Line by line, retype the material below exactly, from its first line up to and including the one holding "Also in this commit, not shown: 15".

===== Records for the exercise =====

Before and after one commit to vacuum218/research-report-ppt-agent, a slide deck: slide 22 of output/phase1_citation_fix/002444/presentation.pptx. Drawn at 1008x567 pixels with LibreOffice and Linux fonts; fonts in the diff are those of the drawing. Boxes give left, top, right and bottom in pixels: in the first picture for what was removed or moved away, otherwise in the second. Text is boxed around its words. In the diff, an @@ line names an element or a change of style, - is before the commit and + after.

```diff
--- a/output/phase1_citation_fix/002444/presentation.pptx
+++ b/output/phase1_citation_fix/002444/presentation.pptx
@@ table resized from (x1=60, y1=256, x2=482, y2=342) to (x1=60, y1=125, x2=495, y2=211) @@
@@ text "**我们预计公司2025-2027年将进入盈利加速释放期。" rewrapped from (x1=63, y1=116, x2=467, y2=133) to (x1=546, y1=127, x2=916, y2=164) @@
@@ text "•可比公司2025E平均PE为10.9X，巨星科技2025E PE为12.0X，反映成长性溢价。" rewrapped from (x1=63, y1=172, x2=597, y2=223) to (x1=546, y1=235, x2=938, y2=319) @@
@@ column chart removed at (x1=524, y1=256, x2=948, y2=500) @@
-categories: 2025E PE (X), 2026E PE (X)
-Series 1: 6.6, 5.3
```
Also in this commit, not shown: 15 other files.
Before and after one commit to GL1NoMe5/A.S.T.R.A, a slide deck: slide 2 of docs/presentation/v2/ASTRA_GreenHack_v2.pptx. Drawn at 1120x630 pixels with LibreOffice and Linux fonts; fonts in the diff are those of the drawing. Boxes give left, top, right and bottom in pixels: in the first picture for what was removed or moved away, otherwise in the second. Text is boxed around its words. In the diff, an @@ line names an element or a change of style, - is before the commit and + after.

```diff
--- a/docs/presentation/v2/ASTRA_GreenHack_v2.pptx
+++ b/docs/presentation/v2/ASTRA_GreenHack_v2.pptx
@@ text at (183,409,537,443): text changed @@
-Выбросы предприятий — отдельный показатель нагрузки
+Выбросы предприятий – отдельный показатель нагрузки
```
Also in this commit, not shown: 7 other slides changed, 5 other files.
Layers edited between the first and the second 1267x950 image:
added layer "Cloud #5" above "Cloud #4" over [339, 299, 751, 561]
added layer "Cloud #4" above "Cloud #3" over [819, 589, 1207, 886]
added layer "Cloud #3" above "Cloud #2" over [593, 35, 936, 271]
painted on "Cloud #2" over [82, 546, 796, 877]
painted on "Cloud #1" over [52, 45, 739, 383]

=====

### [Expected answer]
Before and after one commit to vacuum218/research-report-ppt-agent, a slide deck: slide 22 of output/phase1_citation_fix/002444/presentation.pptx. Drawn at 1008x567 pixels with LibreOffice and Linux fonts; fonts in the diff are those of the drawing. Boxes give left, top, right and bottom in pixels: in the first picture for what was removed or moved away, otherwise in the second. Text is boxed around its words. In the diff, an @@ line names an element or a change of style, - is before the commit and + after.

```diff
--- a/output/phase1_citation_fix/002444/presentation.pptx
+++ b/output/phase1_citation_fix/002444/presentation.pptx
@@ table resized from (x1=60, y1=256, x2=482, y2=342) to (x1=60, y1=125, x2=495, y2=211) @@
@@ text "**我们预计公司2025-2027年将进入盈利加速释放期。" rewrapped from (x1=63, y1=116, x2=467, y2=133) to (x1=546, y1=127, x2=916, y2=164) @@
@@ text "•可比公司2025E平均PE为10.9X，巨星科技2025E PE为12.0X，反映成长性溢价。" rewrapped from (x1=63, y1=172, x2=597, y2=223) to (x1=546, y1=235, x2=938, y2=319) @@
@@ column chart removed at (x1=524, y1=256, x2=948, y2=500) @@
-categories: 2025E PE (X), 2026E PE (X)
-Series 1: 6.6, 5.3
```
Also in this commit, not shown: 15 other files.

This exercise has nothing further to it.